Design is an obvious ‘next target’ of this automation process.

This collective project, realised by first year students from Media Design Master at HEAD – Genève asks what new design strategies could re-engage us with the humanist principles at work from the beginnings of computer science.

A Loom to generate stories

The Loom is a human <-> machine collaborative publishing system for generating bespoke narratives. It uses punch cards, text transformers, hand shadows, voice recognition, machine learning and web publishing tools to build these singular tales.

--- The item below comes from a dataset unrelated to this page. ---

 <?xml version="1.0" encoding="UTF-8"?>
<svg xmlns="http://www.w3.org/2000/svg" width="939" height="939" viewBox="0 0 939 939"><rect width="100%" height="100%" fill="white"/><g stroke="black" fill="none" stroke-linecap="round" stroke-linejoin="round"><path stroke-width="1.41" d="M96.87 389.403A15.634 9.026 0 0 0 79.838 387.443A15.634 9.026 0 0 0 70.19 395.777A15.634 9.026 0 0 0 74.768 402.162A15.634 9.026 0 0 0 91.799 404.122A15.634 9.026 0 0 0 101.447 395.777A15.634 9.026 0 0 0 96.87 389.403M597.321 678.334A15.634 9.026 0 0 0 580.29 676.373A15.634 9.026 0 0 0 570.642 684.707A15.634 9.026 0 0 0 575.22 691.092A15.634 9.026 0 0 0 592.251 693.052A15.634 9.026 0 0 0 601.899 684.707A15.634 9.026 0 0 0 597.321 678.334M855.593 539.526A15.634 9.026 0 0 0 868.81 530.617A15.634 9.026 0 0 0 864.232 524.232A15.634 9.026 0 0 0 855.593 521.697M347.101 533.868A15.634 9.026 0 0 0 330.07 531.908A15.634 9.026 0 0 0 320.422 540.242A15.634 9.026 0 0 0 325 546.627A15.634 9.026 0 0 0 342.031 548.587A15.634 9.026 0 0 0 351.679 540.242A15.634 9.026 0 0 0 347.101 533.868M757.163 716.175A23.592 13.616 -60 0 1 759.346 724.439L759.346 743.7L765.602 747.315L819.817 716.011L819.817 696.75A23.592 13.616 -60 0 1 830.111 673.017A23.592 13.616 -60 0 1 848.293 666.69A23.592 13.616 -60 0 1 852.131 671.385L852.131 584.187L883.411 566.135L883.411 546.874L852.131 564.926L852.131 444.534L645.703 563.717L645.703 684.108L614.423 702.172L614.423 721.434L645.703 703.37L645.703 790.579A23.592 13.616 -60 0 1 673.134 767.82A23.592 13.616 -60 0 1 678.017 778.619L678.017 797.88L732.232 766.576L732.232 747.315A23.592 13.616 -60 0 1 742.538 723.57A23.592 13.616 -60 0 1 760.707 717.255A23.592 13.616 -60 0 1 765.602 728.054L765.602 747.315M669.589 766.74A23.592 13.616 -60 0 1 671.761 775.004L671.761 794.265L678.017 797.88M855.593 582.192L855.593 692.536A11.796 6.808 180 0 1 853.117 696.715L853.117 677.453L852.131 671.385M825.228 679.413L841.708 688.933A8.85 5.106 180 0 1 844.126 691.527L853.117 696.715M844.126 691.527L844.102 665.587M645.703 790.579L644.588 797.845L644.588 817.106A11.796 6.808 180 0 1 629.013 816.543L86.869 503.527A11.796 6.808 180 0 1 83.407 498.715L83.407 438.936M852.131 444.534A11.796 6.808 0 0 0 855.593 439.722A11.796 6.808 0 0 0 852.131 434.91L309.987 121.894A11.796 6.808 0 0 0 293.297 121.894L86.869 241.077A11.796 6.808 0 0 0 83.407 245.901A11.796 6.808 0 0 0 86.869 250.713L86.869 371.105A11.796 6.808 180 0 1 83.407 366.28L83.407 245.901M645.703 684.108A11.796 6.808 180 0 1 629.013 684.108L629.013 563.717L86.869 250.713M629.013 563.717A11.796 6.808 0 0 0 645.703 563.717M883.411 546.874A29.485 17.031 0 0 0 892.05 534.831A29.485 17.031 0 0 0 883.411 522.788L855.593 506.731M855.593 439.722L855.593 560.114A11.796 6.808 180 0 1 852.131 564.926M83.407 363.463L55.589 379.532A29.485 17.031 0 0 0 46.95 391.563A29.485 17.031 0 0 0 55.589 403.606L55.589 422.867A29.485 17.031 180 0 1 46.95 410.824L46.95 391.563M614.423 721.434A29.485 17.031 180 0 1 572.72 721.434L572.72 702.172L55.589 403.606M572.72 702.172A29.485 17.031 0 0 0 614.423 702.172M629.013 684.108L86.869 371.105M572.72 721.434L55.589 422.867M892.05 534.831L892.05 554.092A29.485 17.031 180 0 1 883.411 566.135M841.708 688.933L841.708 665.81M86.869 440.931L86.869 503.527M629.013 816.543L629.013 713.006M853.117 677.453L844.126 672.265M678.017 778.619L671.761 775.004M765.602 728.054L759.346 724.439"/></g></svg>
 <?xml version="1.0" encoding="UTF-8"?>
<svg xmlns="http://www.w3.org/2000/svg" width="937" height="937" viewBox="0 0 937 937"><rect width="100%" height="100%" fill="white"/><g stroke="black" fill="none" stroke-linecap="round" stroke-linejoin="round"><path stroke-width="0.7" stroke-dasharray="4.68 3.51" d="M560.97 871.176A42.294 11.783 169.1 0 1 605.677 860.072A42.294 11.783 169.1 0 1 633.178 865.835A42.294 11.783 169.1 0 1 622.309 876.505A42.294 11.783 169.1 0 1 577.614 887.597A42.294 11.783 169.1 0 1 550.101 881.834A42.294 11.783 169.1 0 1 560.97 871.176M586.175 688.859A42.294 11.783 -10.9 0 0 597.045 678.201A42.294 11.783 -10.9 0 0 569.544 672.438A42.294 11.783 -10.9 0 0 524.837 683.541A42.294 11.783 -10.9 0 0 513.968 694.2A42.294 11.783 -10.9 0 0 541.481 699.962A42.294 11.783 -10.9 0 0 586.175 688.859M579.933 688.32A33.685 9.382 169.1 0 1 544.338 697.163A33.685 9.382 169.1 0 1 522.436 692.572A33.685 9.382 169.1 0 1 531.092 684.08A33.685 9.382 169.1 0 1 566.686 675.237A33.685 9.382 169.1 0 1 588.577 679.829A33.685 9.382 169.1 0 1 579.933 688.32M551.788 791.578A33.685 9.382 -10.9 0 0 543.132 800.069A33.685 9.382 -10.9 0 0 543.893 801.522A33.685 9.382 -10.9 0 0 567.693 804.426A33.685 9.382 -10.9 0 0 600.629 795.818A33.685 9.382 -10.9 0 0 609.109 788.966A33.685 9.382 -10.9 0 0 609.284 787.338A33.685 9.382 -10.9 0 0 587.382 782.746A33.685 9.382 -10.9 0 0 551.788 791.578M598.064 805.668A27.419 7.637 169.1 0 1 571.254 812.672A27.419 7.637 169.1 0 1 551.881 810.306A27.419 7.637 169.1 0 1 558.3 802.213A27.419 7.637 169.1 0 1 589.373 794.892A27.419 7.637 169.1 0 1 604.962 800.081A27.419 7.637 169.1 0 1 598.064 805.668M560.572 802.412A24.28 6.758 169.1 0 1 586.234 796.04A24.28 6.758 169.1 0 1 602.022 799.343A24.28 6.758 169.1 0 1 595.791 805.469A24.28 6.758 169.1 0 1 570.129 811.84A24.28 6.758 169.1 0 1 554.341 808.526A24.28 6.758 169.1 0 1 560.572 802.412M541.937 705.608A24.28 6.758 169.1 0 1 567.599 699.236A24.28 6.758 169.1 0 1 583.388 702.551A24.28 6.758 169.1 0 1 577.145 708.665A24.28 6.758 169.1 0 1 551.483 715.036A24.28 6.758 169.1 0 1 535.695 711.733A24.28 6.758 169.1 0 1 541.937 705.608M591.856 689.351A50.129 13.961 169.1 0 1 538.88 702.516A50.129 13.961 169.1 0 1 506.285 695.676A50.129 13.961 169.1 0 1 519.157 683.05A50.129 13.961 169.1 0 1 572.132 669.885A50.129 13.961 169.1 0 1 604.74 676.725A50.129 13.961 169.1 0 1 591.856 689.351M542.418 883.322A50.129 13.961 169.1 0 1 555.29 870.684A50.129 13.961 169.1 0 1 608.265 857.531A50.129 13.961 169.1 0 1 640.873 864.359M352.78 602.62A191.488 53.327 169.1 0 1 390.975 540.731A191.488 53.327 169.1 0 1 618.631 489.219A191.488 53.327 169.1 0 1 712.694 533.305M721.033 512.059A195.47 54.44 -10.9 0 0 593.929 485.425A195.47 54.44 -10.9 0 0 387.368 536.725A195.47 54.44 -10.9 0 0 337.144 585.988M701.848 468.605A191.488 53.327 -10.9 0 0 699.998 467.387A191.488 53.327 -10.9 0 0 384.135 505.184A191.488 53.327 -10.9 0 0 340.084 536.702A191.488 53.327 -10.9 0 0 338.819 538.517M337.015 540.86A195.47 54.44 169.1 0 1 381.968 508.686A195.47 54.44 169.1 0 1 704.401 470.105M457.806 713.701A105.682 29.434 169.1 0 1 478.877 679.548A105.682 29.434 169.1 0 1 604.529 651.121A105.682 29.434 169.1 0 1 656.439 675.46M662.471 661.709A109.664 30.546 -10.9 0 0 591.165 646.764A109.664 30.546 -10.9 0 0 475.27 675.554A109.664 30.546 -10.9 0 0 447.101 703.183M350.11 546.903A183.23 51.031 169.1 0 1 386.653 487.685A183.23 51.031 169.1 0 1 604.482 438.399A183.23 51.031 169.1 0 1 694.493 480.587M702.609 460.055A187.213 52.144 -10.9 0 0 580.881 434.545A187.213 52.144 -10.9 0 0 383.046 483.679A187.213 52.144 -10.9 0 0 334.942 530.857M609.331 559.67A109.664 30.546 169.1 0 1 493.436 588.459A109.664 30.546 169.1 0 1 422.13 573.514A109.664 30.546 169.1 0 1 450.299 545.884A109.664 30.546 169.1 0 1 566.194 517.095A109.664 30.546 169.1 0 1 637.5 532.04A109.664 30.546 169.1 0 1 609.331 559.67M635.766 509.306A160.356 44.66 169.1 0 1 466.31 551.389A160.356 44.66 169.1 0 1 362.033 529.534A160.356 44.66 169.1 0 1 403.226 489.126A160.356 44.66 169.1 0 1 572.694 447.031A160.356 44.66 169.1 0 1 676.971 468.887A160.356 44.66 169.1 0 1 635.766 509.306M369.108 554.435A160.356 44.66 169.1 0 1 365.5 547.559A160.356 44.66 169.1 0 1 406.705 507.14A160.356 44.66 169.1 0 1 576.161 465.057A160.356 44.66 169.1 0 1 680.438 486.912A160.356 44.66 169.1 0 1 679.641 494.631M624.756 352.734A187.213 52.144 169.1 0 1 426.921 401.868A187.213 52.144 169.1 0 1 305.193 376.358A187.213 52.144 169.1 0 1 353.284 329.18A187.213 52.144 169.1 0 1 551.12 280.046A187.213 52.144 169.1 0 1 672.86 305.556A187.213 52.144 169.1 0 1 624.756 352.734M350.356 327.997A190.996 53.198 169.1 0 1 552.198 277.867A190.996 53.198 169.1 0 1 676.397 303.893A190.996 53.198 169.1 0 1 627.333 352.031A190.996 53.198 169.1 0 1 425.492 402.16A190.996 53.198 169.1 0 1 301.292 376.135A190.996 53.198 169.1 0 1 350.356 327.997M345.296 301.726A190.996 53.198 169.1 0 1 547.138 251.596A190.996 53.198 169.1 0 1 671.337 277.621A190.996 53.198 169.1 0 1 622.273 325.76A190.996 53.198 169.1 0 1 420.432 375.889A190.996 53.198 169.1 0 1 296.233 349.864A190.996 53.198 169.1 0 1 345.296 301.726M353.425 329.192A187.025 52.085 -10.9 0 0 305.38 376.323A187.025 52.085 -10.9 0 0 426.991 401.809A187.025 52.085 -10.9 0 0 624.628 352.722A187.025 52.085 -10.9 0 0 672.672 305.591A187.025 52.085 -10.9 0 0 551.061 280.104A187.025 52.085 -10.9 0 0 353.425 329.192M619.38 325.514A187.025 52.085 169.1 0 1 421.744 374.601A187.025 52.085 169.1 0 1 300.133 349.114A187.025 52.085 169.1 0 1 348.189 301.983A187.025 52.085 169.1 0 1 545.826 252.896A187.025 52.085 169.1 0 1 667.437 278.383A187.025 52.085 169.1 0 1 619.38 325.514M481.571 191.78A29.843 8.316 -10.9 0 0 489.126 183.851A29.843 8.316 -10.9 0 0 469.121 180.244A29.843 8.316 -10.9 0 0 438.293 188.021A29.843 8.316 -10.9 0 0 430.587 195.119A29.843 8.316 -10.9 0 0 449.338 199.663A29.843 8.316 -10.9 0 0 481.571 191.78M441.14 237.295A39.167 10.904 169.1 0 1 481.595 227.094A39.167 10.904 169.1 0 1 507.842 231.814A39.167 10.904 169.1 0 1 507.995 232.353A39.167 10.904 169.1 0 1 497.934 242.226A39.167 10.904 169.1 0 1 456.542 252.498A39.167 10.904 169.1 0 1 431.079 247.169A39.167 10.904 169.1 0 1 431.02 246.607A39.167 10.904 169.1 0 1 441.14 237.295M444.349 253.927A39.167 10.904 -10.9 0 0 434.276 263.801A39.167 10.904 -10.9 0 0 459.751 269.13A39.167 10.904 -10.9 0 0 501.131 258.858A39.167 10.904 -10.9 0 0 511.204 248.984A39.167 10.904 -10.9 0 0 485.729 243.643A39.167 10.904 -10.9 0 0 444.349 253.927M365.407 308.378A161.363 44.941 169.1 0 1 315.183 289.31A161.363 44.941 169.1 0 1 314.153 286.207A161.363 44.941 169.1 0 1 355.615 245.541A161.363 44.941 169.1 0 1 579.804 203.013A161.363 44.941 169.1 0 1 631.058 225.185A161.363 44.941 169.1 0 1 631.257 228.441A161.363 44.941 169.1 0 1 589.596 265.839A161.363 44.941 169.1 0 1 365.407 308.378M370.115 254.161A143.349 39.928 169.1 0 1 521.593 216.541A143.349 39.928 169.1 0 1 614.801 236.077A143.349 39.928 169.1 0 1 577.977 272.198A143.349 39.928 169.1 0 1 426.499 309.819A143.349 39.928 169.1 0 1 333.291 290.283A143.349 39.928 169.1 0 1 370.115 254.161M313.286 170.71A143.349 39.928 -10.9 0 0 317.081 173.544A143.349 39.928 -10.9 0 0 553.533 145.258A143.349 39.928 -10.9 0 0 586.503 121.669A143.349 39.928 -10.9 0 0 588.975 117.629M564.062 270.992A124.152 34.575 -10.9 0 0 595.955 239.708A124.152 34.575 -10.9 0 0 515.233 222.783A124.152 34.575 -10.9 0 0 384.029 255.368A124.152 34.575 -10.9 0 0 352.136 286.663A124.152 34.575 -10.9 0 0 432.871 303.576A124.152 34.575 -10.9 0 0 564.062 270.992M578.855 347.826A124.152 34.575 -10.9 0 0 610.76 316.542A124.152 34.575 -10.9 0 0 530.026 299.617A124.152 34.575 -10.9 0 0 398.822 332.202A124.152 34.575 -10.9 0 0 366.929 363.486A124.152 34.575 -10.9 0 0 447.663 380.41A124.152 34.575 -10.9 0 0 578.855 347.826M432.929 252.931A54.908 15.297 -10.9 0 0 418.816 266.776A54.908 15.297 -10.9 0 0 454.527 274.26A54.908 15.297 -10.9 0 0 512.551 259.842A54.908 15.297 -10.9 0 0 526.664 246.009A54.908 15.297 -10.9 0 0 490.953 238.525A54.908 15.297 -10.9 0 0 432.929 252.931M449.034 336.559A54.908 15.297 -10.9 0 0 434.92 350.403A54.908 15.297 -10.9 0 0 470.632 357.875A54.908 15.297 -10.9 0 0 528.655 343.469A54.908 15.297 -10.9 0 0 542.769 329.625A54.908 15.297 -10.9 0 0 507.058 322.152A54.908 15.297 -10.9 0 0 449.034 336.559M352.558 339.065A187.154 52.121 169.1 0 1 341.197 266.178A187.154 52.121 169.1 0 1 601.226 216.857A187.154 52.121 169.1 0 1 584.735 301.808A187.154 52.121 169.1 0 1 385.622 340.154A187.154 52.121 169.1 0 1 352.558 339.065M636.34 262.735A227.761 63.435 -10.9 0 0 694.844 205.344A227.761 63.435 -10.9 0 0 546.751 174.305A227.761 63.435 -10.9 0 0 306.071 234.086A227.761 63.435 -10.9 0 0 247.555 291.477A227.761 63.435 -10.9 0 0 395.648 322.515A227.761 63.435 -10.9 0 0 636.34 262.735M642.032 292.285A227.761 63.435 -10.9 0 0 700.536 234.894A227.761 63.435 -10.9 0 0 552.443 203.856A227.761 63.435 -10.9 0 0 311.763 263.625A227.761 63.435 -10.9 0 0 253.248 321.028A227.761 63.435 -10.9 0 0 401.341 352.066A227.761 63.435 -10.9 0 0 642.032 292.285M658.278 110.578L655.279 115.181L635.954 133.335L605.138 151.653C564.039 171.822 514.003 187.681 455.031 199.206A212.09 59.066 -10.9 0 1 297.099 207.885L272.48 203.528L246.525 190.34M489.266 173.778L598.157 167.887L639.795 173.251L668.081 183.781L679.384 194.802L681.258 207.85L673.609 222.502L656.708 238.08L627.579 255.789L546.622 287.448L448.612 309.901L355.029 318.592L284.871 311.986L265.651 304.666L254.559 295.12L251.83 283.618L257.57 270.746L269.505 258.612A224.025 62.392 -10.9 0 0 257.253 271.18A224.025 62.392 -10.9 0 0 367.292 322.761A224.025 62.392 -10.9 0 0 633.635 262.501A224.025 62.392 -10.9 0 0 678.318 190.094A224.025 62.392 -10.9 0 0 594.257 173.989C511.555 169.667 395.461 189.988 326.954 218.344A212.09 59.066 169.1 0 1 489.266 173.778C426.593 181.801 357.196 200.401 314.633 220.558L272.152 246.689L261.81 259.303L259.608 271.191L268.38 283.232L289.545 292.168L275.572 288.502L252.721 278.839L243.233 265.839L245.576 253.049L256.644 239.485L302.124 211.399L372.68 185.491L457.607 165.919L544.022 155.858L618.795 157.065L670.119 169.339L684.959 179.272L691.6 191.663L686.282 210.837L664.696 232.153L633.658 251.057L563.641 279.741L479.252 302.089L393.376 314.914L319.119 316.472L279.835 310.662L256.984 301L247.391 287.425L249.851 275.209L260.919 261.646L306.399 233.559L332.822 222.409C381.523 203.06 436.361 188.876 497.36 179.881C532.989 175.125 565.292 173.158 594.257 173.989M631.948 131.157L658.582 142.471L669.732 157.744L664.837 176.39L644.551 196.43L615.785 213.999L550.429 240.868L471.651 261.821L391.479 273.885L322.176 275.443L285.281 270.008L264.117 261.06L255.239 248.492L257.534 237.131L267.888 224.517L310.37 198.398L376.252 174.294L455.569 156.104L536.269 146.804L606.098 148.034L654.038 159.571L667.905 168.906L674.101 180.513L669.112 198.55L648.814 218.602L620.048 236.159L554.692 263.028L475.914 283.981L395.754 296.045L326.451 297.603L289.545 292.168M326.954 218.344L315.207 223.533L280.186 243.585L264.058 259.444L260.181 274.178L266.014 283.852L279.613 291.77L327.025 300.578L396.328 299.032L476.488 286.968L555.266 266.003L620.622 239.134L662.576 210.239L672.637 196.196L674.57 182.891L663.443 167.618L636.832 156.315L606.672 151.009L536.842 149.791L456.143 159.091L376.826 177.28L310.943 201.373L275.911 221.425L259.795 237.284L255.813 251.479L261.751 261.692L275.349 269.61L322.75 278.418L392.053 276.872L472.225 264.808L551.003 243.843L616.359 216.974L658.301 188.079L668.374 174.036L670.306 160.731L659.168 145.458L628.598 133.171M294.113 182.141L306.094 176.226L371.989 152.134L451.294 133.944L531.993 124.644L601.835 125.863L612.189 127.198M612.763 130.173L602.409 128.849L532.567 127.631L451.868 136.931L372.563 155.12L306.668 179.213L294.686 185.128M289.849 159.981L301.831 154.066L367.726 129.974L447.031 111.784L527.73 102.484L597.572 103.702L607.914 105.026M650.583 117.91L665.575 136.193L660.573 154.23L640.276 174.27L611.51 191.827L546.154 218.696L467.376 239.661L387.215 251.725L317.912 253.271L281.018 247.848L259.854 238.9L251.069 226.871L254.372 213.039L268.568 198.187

It all starts with a punch card, and a series of (not so innocent) questions. To begin the process, carefully fill in your answers and place the card into the machine. The machine analyses your choices, and leads you from station to station through each of the steps required to generate your tale. Each station unlocks its own form of interaction, allowing you to collaboratively guide the AI: a felt-tip pen allows you to draw your layout freehand; illustrations are selected by interpreting your hands over a lightbox; while your voice allows you to dialogue back and forth with the machine as it asks you to help it flesh out the details of your narrative. The result is a hand-machine-crafted booklet, co-created by you and a series of digital assistants.

Not without a certain sense of irony, The Loom outlines a stark, even dystopian view of the future of visual communication. But it also suggests a possible alternative, as we return to many of the principles that animated early computer science, the personal computer revolution, open source communities, and a world-wide web of collective forms of knowledge production. The old becomes the new becomes the old — and round and round again.